PROBLEM: Could you set down exactly the lines of the data below, starting at the one that holds "block = block.cut(bevel)" and ending at the one that holds "upper_z, cone_start, length)", both included, and only those?

THE INPUT:
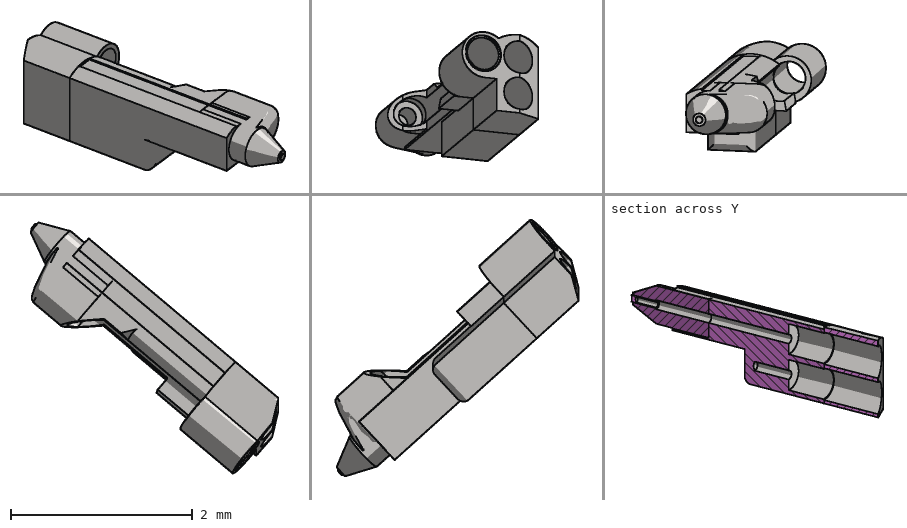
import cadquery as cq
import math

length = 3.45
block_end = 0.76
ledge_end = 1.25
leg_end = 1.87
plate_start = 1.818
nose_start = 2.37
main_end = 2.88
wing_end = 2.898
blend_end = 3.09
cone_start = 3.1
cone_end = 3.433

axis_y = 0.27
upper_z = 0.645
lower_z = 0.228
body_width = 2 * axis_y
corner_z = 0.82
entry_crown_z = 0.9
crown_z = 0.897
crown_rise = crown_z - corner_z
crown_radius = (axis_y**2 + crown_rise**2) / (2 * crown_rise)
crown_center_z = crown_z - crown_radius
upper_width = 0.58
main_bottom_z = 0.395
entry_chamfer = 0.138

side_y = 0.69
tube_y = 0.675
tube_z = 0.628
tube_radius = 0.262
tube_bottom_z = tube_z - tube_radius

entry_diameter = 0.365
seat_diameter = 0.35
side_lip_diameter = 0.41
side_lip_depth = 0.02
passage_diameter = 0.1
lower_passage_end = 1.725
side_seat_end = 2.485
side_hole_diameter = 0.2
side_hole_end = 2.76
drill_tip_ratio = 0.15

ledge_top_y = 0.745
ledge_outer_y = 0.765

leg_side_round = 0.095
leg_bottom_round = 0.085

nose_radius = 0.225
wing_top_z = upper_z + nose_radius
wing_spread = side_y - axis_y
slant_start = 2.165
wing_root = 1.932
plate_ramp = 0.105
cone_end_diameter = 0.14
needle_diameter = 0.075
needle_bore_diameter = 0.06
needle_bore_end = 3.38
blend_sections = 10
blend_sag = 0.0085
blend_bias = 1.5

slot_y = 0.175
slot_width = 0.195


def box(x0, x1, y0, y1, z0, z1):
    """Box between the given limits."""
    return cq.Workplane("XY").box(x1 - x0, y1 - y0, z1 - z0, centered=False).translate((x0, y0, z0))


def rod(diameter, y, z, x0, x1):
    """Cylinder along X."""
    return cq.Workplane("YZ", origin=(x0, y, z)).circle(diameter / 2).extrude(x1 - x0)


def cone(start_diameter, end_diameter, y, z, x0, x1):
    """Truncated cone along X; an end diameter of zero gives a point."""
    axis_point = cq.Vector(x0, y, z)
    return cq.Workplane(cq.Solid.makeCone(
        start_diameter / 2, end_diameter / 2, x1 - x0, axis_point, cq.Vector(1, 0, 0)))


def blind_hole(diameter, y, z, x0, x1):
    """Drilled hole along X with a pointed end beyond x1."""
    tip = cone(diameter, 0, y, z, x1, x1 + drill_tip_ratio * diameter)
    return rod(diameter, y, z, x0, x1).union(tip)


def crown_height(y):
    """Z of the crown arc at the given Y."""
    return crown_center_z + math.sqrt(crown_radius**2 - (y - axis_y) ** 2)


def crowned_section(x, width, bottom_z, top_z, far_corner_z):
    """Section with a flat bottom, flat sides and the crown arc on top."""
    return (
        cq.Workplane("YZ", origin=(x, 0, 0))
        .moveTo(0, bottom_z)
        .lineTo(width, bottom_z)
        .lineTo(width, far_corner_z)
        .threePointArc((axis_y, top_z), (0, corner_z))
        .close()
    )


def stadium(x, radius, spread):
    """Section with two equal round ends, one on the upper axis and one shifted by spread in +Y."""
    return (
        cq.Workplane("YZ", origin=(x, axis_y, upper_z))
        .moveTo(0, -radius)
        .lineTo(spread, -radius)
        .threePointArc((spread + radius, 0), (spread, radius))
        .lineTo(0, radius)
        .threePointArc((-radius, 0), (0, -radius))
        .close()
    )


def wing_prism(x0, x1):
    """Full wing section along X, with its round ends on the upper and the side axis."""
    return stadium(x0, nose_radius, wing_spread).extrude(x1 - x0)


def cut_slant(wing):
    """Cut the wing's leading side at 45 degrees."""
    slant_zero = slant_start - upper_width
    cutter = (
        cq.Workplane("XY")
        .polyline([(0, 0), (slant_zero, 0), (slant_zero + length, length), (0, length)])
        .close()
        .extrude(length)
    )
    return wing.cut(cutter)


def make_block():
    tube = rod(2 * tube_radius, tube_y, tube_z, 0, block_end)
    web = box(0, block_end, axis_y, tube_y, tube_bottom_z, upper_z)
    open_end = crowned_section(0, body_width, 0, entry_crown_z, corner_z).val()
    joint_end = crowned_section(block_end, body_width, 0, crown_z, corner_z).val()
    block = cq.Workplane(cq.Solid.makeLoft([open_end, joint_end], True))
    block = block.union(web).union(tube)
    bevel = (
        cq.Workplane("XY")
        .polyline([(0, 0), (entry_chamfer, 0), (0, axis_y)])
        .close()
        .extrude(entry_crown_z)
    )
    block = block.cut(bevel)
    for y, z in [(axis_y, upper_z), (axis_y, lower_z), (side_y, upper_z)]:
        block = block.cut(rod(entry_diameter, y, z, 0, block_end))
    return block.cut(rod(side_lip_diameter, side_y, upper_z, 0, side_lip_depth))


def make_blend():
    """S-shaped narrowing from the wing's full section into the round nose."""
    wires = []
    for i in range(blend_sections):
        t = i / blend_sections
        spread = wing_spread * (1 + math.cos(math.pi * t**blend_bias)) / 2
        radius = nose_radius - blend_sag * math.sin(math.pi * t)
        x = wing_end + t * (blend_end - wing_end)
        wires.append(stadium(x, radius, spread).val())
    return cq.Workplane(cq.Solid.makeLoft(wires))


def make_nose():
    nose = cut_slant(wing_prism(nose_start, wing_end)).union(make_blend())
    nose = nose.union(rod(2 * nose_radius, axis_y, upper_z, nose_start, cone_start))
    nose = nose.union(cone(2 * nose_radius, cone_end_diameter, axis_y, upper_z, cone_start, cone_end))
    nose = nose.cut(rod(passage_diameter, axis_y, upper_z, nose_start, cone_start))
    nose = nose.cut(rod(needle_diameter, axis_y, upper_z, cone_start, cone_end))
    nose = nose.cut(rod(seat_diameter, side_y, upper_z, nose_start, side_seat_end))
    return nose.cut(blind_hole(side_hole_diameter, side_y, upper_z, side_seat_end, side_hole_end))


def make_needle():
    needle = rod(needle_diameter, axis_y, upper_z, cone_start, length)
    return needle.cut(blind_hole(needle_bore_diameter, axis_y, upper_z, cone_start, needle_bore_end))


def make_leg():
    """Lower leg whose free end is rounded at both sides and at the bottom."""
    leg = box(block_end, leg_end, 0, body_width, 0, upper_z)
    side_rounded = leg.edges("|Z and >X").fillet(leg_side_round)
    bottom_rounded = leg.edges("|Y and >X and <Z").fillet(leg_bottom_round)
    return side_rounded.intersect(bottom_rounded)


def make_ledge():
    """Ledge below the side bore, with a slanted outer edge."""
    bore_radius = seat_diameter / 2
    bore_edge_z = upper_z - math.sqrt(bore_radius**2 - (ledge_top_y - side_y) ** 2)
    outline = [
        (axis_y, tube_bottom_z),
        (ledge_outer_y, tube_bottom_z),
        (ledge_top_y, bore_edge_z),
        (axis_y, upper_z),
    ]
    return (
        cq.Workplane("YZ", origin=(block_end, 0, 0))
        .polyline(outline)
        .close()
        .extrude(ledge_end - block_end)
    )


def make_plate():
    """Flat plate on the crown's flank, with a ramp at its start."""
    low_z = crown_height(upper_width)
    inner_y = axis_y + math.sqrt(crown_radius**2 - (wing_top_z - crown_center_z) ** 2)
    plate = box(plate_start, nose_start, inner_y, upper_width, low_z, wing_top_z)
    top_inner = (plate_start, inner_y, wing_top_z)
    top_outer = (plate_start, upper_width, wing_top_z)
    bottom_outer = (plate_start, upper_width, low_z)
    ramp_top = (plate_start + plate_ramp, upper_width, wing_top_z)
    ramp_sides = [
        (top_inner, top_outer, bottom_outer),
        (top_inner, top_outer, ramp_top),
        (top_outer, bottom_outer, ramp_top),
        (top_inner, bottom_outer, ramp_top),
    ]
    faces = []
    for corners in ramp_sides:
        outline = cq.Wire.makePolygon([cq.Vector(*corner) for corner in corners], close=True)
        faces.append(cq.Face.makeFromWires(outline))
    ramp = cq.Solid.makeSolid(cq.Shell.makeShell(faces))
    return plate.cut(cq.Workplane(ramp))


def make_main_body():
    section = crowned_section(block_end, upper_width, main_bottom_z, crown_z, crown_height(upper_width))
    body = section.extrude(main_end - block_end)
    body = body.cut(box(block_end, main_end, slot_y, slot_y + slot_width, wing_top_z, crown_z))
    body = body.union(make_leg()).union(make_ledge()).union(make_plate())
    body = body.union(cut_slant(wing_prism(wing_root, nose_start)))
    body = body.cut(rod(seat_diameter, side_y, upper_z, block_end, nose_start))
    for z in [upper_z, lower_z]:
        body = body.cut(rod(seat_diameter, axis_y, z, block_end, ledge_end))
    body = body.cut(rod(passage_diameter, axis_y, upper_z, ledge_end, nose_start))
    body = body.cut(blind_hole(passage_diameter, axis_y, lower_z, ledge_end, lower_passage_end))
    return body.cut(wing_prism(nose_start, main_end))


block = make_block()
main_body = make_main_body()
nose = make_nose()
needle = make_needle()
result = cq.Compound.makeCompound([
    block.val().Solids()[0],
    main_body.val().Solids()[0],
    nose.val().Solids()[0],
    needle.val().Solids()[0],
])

SOLUTION FOR THIS PROBLEM:
    block = block.cut(bevel)
    for y, z in [(axis_y, upper_z), (axis_y, lower_z), (side_y, upper_z)]:
        block = block.cut(rod(entry_diameter, y, z, 0, block_end))
    return block.cut(rod(side_lip_diameter, side_y, upper_z, 0, side_lip_depth))


def make_blend():
    """S-shaped narrowing from the wing's full section into the round nose."""
    wires = []
    for i in range(blend_sections):
        t = i / blend_sections
        spread = wing_spread * (1 + math.cos(math.pi * t**blend_bias)) / 2
        radius = nose_radius - blend_sag * math.sin(math.pi * t)
        x = wing_end + t * (blend_end - wing_end)
        wires.append(stadium(x, radius, spread).val())
    return cq.Workplane(cq.Solid.makeLoft(wires))


def make_nose():
    nose = cut_slant(wing_prism(nose_start, wing_end)).union(make_blend())
    nose = nose.union(rod(2 * nose_radius, axis_y, upper_z, nose_start, cone_start))
    nose = nose.union(cone(2 * nose_radius, cone_end_diameter, axis_y, upper_z, cone_start, cone_end))
    nose = nose.cut(rod(passage_diameter, axis_y, upper_z, nose_start, cone_start))
    nose = nose.cut(rod(needle_diameter, axis_y, upper_z, cone_start, cone_end))
    nose = nose.cut(rod(seat_diameter, side_y, upper_z, nose_start, side_seat_end))
    return nose.cut(blind_hole(side_hole_diameter, side_y, upper_z, side_seat_end, side_hole_end))


def make_needle():
    needle = rod(needle_diameter, axis_y, upper_z, cone_start, length)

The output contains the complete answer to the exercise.